First Disruptive Cyber Event Victimizes U.S. Power Grid

Cyberterrorists reportedly launched an attack on the U.S. power grid, creating vulnerabilities in its control center and several power-generation sites across the country.

The North American Electric Reliability Corporation or NERC revealed on Thursday that the U.S. grid suffered an unprecedented cyberattack this spring, though it did cause any blackouts in affected areas in the western United States.

In its “Lesson Learned” report, the NERC said the March 5 attack caused signal outages at the grid’s “low-impact” control center, but they did not last longer than five minutes.
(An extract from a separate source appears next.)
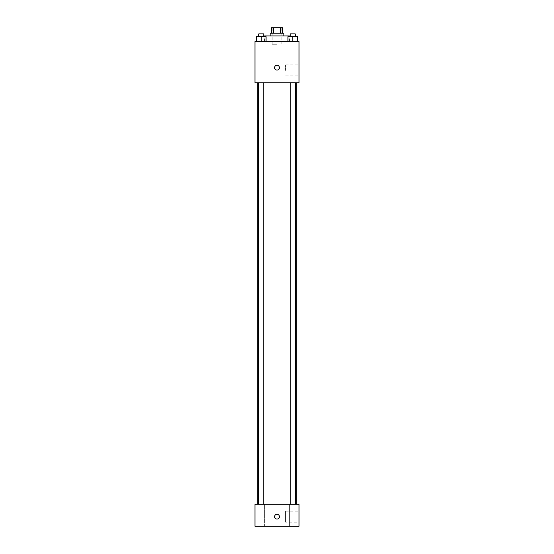 <?xml version="1.0" encoding="UTF-8"?>
<svg xmlns="http://www.w3.org/2000/svg" width="554" height="554" viewBox="0 0 554 554"><rect width="100%" height="100%" fill="white"/><g stroke="black" fill="none" stroke-linecap="round" stroke-linejoin="round"><path stroke-width="0.42" stroke-dasharray="2.77 2.08" d="M277 44.23L272.18 44.23L277 44.23M277 27.7L272.18 27.7L277 27.7M280.532 33.212L280.532 27.7L282.512 27.7L282.512 33.212L273.468 33.212L282.512 33.212M280.532 27.7L271.488 27.7L271.488 33.212L273.468 33.212L271.488 33.212M283.883 33.212L270.117 33.212M270.117 35.962L283.883 35.962L270.117 35.962M273.468 33.212L273.468 27.7M264.604 35.962L289.396 35.962M277 41.474L264.604 41.474L277 41.474M256.426 41.474L266.065 41.474L256.426 41.474L266.065 41.474L256.426 41.474L266.065 41.474L261.246 41.474L261.246 36.654L256.426 36.654L263.725 36.654L256.426 36.654L256.426 41.474L261.246 41.474L256.426 41.474L256.426 36.654L256.426 41.474L266.065 41.474L261.246 41.474L261.246 36.654L266.065 36.654L258.766 36.654L266.065 36.654L266.065 41.474L266.065 36.654M287.935 41.474L297.574 41.474L287.935 41.474L297.574 41.474L287.935 41.474L297.574 41.474L292.754 41.474L292.754 36.654L287.935 36.654L295.234 36.654L287.935 36.654L287.935 41.474L292.754 41.474L287.935 41.474L287.935 36.654L287.935 41.474L297.574 41.474L292.754 41.474L292.754 36.654L297.574 36.654L290.275 36.654L297.574 36.654L297.574 41.474L297.574 36.654M299.035 41.474L254.965 41.474L254.965 82.795L299.035 82.795L299.035 41.474M254.965 67.643L254.965 65.234L254.965 67.643M277 82.795L257.714 82.795L277 82.795M292.754 82.795L290.275 82.795L292.754 82.795M261.246 82.795L258.766 82.795L261.246 82.795M299.035 70.4L299.035 64.887L299.035 70.4M277 65.234A2.41 2.41 0 0 0 274.916 68.848A2.41 2.41 0 0 0 279.084 68.848A2.41 2.41 0 0 0 277 65.234A2.41 2.41 0 0 0 274.916 68.848A2.41 2.41 0 0 0 279.084 68.848A2.41 2.41 0 0 0 277 65.234M277 70.053A2.41 2.41 0 0 1 274.916 66.438A2.41 2.41 0 0 1 279.084 66.438A2.41 2.41 0 0 1 277 70.053M285.615 70.4L285.615 64.887L285.615 70.4M277 504.265L257.714 504.265L277 504.265M292.754 504.265L295.85 504.265L292.754 504.265M261.246 504.265L264.341 504.265L261.246 504.265M299.035 504.265L254.965 504.265L254.965 526.3L299.035 526.3L299.035 504.265M277 514.25A2.41 2.41 0 0 0 274.916 517.865A2.41 2.41 0 0 0 279.084 517.865A2.41 2.41 0 0 0 277 514.25A2.41 2.41 0 0 0 274.916 517.865A2.41 2.41 0 0 0 279.084 517.865A2.41 2.41 0 0 0 277 514.25M254.965 519.07L254.965 514.25L254.965 519.07M299.035 522.166L299.035 511.148L299.035 522.166L285.615 522.166L285.615 511.148L285.615 522.166M295.85 526.3L289.659 526.3L295.85 526.3L289.659 526.3L295.85 526.3L295.85 504.265L295.85 526.3M264.341 526.3L258.15 526.3L264.341 526.3L258.15 526.3L264.341 526.3L264.341 504.265L264.341 526.3M277 519.07A2.41 2.41 0 0 1 274.916 515.455A2.41 2.41 0 0 1 279.084 515.455A2.41 2.41 0 0 1 277 519.07M290.275 36.654L290.275 33.898L295.234 33.898L290.275 33.898L295.234 33.898L295.234 36.654M292.754 41.474L292.754 36.654M258.766 36.654L258.766 33.898L263.725 33.898L258.766 33.898L263.725 33.898L263.725 36.654M261.246 41.474L261.246 36.654M272.18 27.7L272.18 44.23M281.82 27.7L281.82 44.23M289.396 41.474L289.396 36.654M264.604 41.474L264.604 36.654M285.615 75.905L299.035 75.905M285.615 64.887L299.035 64.887M263.725 504.265L263.725 82.795M258.766 504.265L258.766 82.795M295.234 504.265L295.234 82.795M290.275 504.265L290.275 82.795M258.15 526.3L258.15 504.265L258.15 526.3M289.659 526.3L289.659 504.265L289.659 526.3M285.615 511.148L299.035 511.148"/><path stroke-width="0.83" d="M273.468 33.212L273.468 27.7L271.488 27.7L271.488 33.212M273.468 27.7L282.512 27.7L282.512 33.212M280.532 33.212L280.532 27.7M270.117 35.962L270.117 33.212L283.883 33.212L283.883 35.962M289.396 36.654L289.396 35.962L264.604 35.962L264.604 36.654M254.965 41.474L299.035 41.474L299.035 82.795L254.965 82.795L254.965 41.474M277 70.053A2.41 2.41 0 0 1 274.916 66.438A2.41 2.41 0 0 1 279.084 66.438A2.41 2.41 0 0 1 277 70.053M254.965 504.265L299.035 504.265L299.035 526.3L254.965 526.3L254.965 504.265M277 519.07A2.41 2.41 0 0 1 274.916 515.455A2.41 2.41 0 0 1 279.084 515.455A2.41 2.41 0 0 1 277 519.07M287.935 41.474L287.935 36.654L297.574 36.654L297.574 41.474L297.574 36.654M292.754 41.474L292.754 36.654M295.234 36.654L295.234 33.898L290.275 33.898L290.275 36.654M256.426 41.474L256.426 36.654L266.065 36.654L266.065 41.474L266.065 36.654M261.246 41.474L261.246 36.654M263.725 36.654L263.725 33.898L258.766 33.898L258.766 36.654M296.286 504.265L296.286 82.795M257.714 504.265L257.714 82.795M290.275 82.795L290.275 504.265M295.234 82.795L295.234 504.265M263.725 504.265L263.725 82.795M258.766 504.265L258.766 82.795"/></g></svg>

The energy watchdog presented its findings to the Department of Energy on what it considers the first disruptive “cyber event” to have victimized the U.S. power grid.

The cyberattack on the U.S. grid shows just how vulnerable power utilities in the country are, as they become more reliant to digitalization and interconnectivity, according to energy news website E&E News. The NERC itself urged organizations to use “as few internet-facing devices as possible” to avoid becoming exposed to hackers.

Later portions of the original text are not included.